Python is easy?
pellis at tampabay.rr.com
Fri Aug 16 05:26:08 CEST 2002
"Bengt Richter" <bokr at oz.net> wrote:
> Here's a recipe to give you a right-click popup menu item called
> "Run in Persistent Console" in the explorer for NT4:
> run regedt32
> Run in Persistent Console
> Data: cmd.exe /x /k D:\Python22\python.exe "%1"
Rather than using regedit, I use an option in Explorer for this. In the
menus, under view or tools, there is an "options...", "file options...", or
"folder options..." selection, depending on Windows version. It will pop up
a tabbed window. Select the File Types tab and you get a list of the file
types. Scroll down to Python and hit edit to get a GUI to edit the same
settings you did via the registry. I had already setup an edit option that
went to my preferred editor, similar to the Edit with Idle option. I used it
to add your suggested option, and it works great.

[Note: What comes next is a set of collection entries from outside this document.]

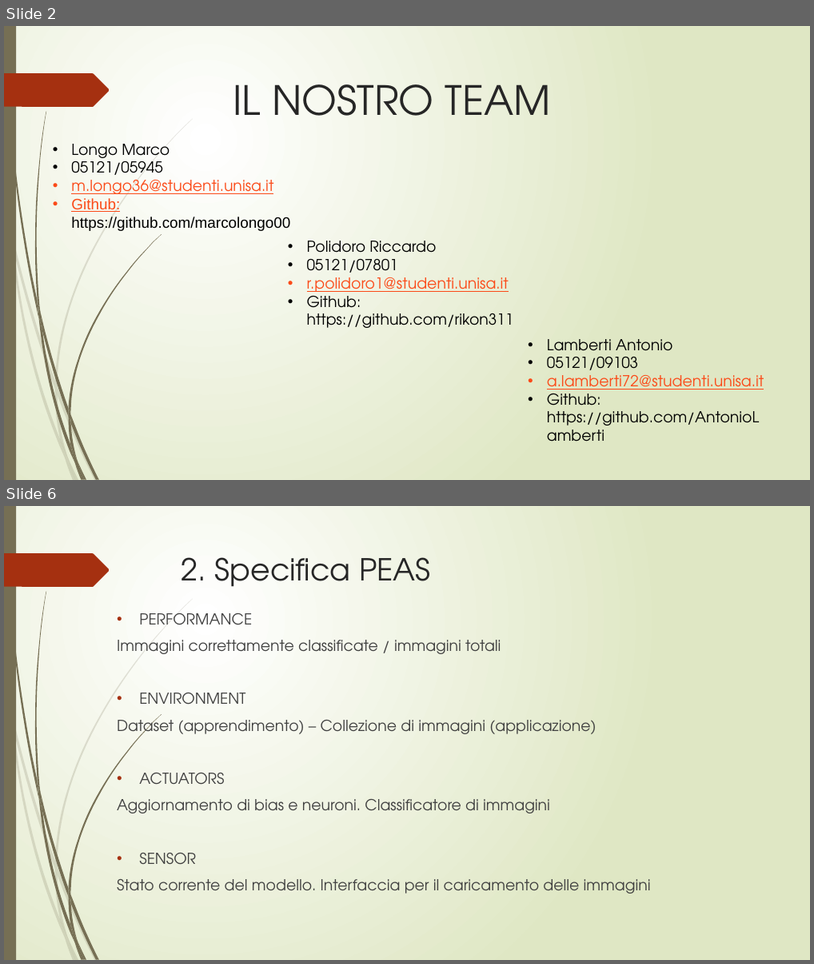
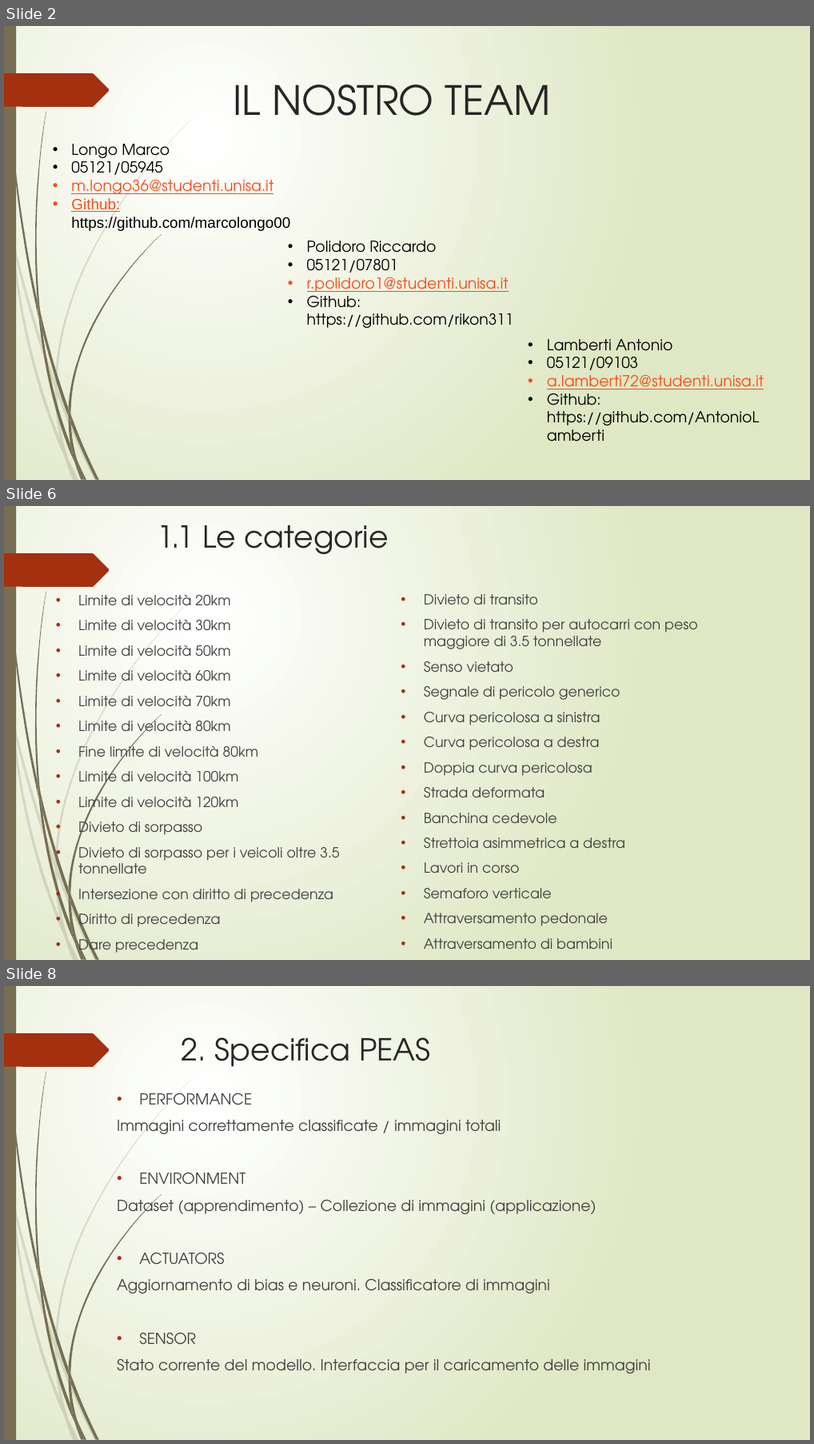
Before and after one commit to fpalomba/Segnali-Stradali, a slide deck: documentazione/Presentazione fia.pptx. Shown one above the other, each under a label of ours: slides 2 and 6 before the commit, slides 2, 6 and 8 after it; the slides between them are not shown. The pictures are 814x964 and 814x1444 pixels, drawn with LibreOffice and Linux fonts; fonts in the diff are those of the drawing. Boxes give left, top, right and bottom in pixels: in the first picture for what was removed or moved away, otherwise in the second. Text is boxed around its words. In the diff, an @@ line names an element or a change of style, - is before the commit and + after.

```diff
--- a/documentazione/Presentazione fia.pptx
+++ b/documentazione/Presentazione fia.pptx
@@ slide 6 added at [4, 506, 810, 960], background gradient #FFFFFF to #DFE8C4; not listed: 24 template elements that a slide beside it also shows @@
@@ title added at [157, 525, 389, 554], 36 pt, text #262626 @@
+1.1 Le categorie
@@ text added at [78, 595, 339, 956], 16.6 pt, text #404040 @@
+• Limite di velocità 20km
+• Limite di velocità 30km
+• Limite di velocità 50km
+• Limite di velocità 60km
+• Limite di velocità 70km
+• Limite di velocità 80km
+• Fine limite di velocità 80km
+• Limite di velocità 100km
+• Limite di velocità 120km
+• Divieto di sorpasso
+• Divieto di sorpasso per i veicoli oltre 3.5 tonnellate
+• Intersezione con diritto di precedenza
+• Diritto di precedenza
+• Dare precedenza
+• Stop
@@ text added at [424, 594, 698, 948], 16.6 pt, text #404040 @@
+• Divieto di transito
+• Divieto di transito per autocarri con peso maggiore di 3.5 tonnellate
+• Senso vietato
+• Segnale di pericolo generico
+• Curva pericolosa a sinistra
+• Curva pericolosa a destra
+• Doppia curva pericolosa
+• Strada deformata
+• Banchina cedevole
+• Strettoia asimmetrica a destra
+• Lavori in corso
+• Semaforo verticale
+• Attraversamento pedonale
+• Attraversamento di bambini
+• Attraversamento di biciclette
@@ what was slide 6 is now slide 8 @@
```
Also in this commit, not shown: 6 slides changed, 2 other slides added, 1 other file.
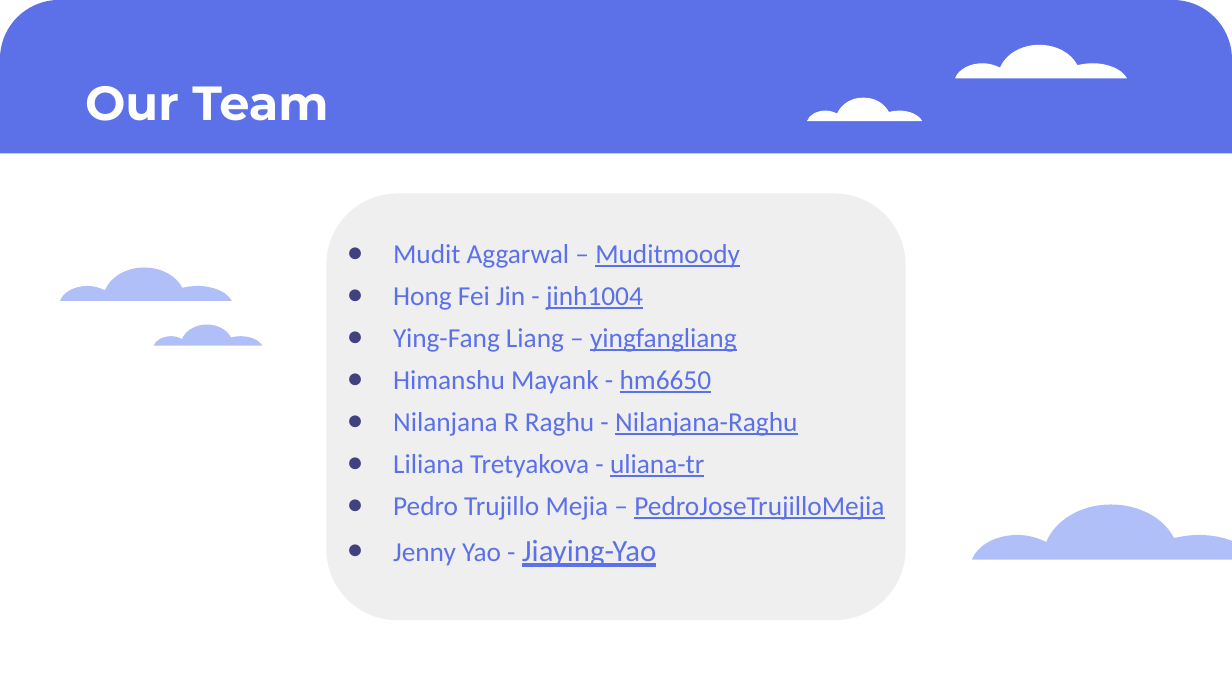
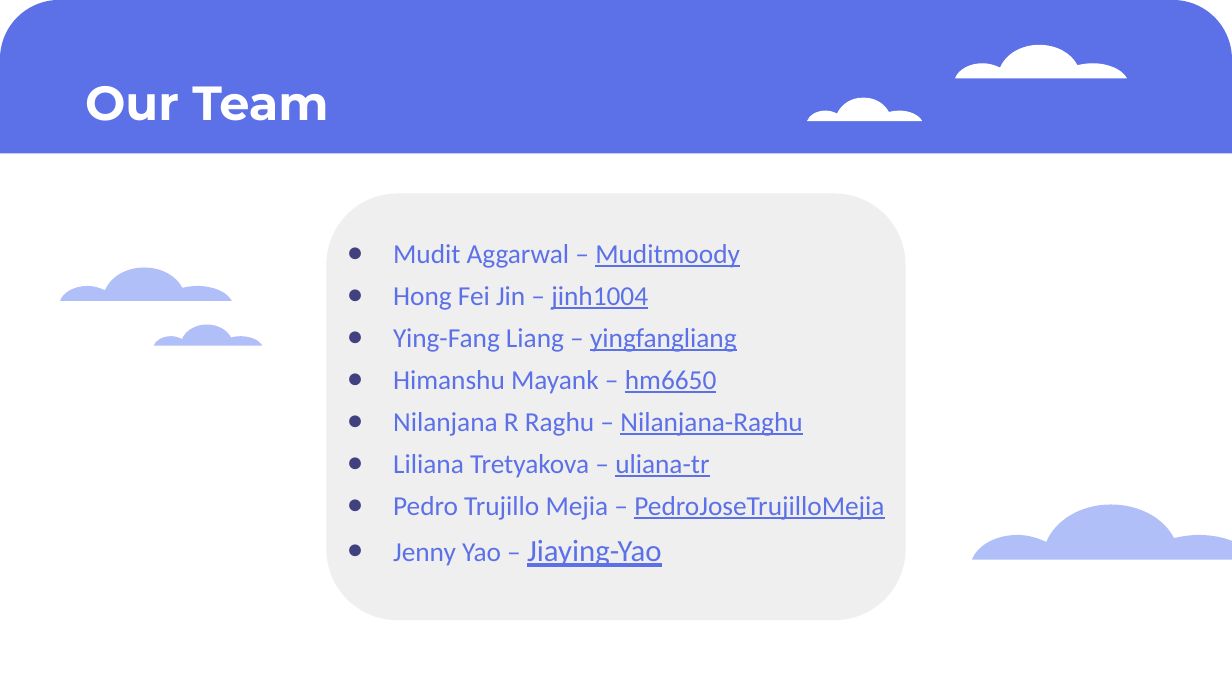
Before and after one commit to McGill-MMA-EnterpriseAnalytics/Flyer_Customer_Satisfaction, a slide deck: slide 2 of Project Presentation.pptx (slide 20 before the commit). Drawn at 1232x693 pixels with LibreOffice and Linux fonts; fonts in the diff are those of the drawing. Boxes give left, top, right and bottom in pixels: in the first picture for what was removed or moved away, otherwise in the second. Text is boxed around its words. In the diff, an @@ line names an element or a change of style, - is before the commit and + after.

Commit message:
Presentation

```diff
--- a/Project Presentation.pptx
+++ b/Project Presentation.pptx
@@ subtitle at box(393, 286, 648, 310): text changed @@
-● Hong Fei Jin - jinh1004
+● Hong Fei Jin – jinh1004
@@ subtitle at box(393, 370, 802, 478): text changed @@
-● Himanshu Mayank - hm6650
-● Nilanjana R Raghu - Nilanjana-Raghu
-● Liliana Tretyakova - uliana-tr
+● Himanshu Mayank – hm6650
+● Nilanjana R Raghu – Nilanjana-Raghu
+● Liliana Tretyakova – uliana-tr
@@ subtitle at box(393, 540, 662, 567): text changed @@
-● Jenny Yao - Jiaying-Yao
+● Jenny Yao – Jiaying-Yao
```
Also in this commit, not shown: 7 other slides changed, 1 slide added, 1 slide removed.

One thing to be careful of, the "open" option listed here is also used when
you type test1.py on the command line. The reason the .py is required is so
that it can lookup the file type. Changing it to the above would result in
recursive invocations of cmd.exe whenever you ran a Python script. What I'll
try, when I get to work tomorrow, is make the new Run in Persistent Console
the default action (just a button click in the file type window) and make
sure the command line sticks with open and not the new default action.
> Thanks for asking, or I wouldn't have gotten this set up for myself ;-)
Glad to be of service to the Python community. I probably could have figured
it out myself, but it somehow seemed more Pythonic to get someone else to do
it for me ;-). Hey, I just found a fault in Python. Having such a large
library of code promotes laziness and sloth. Leave to the Dutch to put so
much work into corrupting the world's youth ;-).
I'm not sure what that last sentence means, but it makes me smile and I'm
> If you want the double click to act that way, then you could just modify
> the command line for it the same way, prefixing cmd.exe /x /k (I like the
> /x extensions, but /k is all you need to keep the console window).
The help says that /x is on by default in NT4.